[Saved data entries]

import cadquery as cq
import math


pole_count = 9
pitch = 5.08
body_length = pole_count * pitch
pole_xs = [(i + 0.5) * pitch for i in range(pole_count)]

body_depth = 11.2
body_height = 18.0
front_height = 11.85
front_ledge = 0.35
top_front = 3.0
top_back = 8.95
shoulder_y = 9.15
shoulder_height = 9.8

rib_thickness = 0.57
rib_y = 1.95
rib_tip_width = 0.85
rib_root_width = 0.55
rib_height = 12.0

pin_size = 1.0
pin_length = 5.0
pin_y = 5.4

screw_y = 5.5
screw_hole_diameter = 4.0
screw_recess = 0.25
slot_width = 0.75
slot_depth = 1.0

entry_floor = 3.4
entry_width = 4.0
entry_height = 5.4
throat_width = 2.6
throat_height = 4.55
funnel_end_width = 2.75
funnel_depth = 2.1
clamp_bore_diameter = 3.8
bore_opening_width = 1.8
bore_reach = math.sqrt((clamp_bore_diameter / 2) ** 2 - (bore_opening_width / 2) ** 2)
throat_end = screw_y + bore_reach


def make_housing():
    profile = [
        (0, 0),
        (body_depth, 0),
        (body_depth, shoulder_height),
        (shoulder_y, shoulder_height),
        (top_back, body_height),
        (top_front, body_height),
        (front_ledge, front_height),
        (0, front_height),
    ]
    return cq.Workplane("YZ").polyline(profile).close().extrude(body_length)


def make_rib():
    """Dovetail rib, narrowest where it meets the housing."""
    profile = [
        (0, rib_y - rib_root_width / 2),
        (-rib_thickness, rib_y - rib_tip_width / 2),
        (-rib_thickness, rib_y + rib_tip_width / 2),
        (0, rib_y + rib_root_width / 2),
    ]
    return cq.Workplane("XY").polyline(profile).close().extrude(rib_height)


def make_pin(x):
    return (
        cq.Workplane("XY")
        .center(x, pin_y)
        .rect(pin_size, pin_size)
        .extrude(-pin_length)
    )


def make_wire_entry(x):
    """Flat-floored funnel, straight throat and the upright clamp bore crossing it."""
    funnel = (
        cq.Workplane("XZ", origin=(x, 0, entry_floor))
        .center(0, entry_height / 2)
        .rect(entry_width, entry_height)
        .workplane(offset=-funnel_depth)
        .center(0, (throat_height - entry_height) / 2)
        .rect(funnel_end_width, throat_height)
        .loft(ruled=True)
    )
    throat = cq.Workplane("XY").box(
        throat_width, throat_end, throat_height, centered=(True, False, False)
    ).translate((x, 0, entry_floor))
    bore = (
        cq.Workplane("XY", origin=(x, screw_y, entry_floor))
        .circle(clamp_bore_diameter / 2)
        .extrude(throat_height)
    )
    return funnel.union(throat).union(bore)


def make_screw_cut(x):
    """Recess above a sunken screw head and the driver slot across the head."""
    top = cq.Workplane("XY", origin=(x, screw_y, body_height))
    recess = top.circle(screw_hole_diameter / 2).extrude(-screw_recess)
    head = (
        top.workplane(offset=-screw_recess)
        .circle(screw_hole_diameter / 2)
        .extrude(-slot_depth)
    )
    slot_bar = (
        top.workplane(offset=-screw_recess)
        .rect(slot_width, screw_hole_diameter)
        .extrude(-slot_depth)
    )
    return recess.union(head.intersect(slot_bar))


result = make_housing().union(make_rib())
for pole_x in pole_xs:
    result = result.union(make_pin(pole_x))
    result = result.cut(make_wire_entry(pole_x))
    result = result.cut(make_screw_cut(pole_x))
...
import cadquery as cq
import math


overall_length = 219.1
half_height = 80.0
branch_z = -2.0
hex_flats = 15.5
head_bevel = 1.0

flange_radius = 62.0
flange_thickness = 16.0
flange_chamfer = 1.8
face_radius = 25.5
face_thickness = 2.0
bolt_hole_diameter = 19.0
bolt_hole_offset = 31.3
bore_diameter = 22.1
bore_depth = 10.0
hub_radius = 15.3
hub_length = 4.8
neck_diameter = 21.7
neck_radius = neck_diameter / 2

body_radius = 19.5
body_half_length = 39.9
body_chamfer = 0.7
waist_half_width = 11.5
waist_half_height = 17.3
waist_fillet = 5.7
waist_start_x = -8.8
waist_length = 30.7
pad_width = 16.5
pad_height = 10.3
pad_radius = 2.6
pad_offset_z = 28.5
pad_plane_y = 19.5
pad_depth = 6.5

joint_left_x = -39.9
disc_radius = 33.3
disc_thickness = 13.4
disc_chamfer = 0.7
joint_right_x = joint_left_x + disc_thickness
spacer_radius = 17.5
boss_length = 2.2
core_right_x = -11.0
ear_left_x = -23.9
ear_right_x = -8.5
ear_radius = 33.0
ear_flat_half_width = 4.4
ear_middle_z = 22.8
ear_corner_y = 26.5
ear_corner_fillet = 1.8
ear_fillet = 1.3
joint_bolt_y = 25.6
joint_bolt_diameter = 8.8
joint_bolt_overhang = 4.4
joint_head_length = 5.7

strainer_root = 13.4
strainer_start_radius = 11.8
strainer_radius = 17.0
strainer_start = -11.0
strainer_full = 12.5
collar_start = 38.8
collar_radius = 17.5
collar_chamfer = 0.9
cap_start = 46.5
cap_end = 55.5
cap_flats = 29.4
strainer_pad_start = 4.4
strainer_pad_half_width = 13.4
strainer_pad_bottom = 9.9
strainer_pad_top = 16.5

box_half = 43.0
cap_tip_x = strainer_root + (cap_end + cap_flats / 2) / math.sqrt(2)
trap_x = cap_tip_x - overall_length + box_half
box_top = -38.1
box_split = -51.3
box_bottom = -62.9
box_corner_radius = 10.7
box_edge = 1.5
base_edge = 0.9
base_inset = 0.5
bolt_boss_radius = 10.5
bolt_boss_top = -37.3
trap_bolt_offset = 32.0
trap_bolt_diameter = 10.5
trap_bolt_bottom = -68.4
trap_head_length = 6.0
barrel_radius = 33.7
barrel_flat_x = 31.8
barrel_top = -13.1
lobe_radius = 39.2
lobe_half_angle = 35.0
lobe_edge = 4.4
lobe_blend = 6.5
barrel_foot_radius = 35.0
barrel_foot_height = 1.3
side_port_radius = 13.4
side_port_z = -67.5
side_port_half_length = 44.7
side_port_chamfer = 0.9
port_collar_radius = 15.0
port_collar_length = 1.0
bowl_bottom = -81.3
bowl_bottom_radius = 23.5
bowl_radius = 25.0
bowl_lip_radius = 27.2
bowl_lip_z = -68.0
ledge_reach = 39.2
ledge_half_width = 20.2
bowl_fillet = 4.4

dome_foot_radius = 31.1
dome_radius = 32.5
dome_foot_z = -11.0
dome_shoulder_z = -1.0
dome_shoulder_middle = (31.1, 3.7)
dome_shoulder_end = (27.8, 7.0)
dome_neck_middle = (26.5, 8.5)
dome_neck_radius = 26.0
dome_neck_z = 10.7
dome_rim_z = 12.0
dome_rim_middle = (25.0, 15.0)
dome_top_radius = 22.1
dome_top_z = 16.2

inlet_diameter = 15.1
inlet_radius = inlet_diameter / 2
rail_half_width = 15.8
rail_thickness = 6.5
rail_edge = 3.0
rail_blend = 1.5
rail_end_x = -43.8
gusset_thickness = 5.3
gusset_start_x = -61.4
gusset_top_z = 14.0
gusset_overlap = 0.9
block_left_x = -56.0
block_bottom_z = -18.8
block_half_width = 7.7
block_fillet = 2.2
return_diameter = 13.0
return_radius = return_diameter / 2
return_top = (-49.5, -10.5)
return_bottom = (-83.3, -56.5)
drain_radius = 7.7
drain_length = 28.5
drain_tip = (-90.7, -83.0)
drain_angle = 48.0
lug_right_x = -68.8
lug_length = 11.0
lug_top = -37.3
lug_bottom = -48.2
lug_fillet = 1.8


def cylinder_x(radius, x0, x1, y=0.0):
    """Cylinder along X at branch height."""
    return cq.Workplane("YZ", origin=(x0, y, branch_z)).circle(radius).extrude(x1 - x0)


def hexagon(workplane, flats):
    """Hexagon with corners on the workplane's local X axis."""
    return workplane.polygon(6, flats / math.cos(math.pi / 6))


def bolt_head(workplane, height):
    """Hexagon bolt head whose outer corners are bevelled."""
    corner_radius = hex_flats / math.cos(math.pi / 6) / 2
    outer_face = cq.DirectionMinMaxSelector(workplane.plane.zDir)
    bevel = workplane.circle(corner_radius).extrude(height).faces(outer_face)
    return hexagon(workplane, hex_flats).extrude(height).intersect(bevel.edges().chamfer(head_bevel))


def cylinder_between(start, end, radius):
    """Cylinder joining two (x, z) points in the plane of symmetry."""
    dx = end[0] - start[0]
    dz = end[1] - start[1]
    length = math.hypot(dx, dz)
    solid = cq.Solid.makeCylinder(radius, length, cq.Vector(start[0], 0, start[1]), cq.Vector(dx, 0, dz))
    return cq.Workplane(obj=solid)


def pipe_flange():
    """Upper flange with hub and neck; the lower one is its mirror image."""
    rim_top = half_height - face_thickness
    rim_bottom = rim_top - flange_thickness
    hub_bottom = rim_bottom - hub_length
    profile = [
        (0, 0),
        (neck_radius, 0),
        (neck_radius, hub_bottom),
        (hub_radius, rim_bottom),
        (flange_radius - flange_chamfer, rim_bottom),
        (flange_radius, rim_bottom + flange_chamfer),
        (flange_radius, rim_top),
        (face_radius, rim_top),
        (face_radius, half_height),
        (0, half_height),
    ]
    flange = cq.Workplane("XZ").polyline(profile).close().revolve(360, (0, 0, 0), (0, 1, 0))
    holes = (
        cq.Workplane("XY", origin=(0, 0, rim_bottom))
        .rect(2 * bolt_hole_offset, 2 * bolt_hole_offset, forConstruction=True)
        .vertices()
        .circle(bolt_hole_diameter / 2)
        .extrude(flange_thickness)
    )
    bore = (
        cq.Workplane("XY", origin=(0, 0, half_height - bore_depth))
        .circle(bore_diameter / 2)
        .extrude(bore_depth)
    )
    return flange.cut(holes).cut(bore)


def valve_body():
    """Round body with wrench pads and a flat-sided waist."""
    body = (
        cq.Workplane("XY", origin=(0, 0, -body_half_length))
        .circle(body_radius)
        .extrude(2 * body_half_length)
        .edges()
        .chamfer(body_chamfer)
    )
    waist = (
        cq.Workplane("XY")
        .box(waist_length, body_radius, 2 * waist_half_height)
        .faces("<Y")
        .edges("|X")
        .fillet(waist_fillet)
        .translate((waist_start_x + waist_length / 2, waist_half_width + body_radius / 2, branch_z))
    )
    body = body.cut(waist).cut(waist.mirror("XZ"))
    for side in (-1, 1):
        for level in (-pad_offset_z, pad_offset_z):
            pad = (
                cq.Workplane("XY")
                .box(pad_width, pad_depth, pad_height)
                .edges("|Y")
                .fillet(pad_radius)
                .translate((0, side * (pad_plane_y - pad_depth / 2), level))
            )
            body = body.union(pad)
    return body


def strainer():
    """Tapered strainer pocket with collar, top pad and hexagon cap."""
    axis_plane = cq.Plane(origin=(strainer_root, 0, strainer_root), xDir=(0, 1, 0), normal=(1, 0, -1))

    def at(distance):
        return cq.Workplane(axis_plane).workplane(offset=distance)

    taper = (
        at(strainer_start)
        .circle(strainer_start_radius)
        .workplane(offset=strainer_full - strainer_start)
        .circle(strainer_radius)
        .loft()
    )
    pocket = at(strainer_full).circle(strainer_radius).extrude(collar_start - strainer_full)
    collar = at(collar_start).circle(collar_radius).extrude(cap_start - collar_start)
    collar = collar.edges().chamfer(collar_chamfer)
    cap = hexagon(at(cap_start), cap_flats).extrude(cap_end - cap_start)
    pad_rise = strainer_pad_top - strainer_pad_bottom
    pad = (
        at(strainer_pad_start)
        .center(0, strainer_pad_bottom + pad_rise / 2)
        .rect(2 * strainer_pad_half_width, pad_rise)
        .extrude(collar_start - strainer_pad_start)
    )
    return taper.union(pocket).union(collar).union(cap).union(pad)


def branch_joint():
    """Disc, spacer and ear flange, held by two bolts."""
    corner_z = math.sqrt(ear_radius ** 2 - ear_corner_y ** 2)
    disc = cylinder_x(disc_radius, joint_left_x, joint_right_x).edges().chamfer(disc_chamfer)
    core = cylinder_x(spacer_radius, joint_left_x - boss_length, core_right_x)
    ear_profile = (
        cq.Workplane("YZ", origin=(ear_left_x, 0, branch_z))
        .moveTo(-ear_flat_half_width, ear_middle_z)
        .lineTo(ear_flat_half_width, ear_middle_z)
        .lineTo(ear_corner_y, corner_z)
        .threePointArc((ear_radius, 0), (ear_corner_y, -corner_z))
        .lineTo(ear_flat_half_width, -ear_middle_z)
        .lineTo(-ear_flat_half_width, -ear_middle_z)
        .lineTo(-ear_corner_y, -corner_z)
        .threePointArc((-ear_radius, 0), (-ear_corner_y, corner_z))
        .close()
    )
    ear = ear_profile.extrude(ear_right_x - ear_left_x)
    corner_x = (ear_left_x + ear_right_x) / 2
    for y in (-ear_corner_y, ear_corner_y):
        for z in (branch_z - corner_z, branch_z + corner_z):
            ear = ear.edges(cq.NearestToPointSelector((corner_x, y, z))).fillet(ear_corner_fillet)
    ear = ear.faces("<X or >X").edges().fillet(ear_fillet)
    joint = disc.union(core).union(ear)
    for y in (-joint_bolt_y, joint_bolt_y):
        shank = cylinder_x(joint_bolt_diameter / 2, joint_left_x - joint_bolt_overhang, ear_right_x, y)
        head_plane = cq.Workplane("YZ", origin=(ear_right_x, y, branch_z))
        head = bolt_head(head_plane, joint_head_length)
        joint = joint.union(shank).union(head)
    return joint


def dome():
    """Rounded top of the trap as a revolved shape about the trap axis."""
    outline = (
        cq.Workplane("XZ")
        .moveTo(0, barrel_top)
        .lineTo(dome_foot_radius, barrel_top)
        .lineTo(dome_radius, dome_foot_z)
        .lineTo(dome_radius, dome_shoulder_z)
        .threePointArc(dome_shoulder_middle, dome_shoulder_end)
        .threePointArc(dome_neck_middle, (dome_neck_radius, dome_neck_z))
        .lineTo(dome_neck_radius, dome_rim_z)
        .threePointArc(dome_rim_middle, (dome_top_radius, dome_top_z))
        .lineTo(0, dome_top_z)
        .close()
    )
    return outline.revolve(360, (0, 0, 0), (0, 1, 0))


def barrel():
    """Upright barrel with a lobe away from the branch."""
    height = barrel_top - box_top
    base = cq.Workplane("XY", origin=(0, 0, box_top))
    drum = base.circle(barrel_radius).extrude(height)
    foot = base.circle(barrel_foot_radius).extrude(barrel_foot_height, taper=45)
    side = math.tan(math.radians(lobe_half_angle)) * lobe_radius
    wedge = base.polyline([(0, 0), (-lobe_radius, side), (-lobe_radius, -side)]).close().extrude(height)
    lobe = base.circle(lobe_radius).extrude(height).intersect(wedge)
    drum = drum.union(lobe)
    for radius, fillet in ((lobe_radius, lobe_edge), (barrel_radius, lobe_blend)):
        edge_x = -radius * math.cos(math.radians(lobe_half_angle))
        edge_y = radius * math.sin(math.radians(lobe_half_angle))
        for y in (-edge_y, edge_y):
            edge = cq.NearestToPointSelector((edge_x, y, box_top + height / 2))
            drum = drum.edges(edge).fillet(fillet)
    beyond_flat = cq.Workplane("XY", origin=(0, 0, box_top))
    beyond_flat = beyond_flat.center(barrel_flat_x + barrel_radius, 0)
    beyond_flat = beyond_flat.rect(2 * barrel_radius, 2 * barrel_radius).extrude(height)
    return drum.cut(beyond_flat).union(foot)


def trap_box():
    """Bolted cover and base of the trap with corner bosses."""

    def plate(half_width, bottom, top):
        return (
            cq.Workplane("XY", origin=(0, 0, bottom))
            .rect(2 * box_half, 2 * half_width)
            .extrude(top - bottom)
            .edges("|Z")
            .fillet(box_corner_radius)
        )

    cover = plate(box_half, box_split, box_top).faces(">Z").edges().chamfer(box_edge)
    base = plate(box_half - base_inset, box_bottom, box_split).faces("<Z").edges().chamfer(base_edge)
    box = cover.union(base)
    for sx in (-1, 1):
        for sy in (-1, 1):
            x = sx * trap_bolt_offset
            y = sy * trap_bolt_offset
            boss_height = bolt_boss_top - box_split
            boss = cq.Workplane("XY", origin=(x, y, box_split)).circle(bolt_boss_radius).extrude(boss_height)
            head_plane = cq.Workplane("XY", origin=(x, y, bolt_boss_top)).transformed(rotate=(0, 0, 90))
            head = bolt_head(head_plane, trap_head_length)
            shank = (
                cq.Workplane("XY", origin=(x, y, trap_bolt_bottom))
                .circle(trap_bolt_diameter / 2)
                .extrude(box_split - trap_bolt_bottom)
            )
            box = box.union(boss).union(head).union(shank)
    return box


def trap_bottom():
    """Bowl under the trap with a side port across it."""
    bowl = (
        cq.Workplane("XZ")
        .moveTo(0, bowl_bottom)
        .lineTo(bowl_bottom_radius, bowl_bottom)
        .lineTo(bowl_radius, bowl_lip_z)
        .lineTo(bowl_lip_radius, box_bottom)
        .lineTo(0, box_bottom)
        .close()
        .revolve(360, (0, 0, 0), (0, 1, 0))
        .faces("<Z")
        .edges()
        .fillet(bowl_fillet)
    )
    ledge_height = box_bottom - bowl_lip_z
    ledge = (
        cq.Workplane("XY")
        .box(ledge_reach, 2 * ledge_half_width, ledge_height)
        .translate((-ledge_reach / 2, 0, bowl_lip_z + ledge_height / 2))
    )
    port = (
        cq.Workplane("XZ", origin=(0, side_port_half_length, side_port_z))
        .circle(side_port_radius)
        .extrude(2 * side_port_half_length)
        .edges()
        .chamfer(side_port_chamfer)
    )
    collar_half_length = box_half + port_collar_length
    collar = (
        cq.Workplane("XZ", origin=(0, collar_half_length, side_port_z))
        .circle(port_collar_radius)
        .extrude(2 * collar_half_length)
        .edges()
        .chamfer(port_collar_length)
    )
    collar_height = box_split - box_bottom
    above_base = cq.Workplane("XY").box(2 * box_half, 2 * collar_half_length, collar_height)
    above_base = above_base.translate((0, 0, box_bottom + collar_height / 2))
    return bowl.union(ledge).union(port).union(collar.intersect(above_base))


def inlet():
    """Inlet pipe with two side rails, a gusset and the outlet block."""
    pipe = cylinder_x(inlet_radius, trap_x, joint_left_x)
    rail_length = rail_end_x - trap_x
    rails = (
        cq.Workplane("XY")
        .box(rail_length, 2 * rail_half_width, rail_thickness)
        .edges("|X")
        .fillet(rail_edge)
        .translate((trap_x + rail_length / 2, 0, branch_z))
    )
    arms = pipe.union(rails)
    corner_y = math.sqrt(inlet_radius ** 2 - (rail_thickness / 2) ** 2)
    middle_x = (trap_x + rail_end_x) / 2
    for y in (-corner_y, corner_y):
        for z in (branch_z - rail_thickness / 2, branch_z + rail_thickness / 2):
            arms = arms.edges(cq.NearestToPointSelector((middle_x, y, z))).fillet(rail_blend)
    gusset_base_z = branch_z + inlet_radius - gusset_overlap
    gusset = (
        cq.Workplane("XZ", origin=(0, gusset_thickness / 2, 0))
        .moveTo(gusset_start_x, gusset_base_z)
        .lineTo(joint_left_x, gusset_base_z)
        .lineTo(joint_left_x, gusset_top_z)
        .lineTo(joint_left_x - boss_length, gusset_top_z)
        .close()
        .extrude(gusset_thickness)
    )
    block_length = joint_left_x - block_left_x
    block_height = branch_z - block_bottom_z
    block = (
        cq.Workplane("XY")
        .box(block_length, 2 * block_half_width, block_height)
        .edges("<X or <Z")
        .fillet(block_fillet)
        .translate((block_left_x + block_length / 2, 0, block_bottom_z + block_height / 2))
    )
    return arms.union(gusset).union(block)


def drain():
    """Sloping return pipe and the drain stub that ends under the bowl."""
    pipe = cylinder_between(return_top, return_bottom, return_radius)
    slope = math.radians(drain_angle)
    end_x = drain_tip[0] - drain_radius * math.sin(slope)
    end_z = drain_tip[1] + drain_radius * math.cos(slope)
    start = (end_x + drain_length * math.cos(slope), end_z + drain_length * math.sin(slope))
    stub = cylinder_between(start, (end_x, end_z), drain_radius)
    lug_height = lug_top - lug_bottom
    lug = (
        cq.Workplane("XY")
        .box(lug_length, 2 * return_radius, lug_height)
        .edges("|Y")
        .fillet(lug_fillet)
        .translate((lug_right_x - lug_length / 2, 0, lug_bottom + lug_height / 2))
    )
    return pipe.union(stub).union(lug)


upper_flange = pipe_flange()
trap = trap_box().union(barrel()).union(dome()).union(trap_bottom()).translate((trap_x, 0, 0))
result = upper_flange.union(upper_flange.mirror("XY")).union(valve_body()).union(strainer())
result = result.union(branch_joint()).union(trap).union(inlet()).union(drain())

Your objective
Reproduce exactly the lines above from the line with "collar = collar.edges().chamfer(collar_chamfer)" to the line with "at(strainer_pad_start)", including both, and add nothing.

Response to the exercise
    collar = collar.edges().chamfer(collar_chamfer)
    cap = hexagon(at(cap_start), cap_flats).extrude(cap_end - cap_start)
    pad_rise = strainer_pad_top - strainer_pad_bottom
    pad = (
        at(strainer_pad_start)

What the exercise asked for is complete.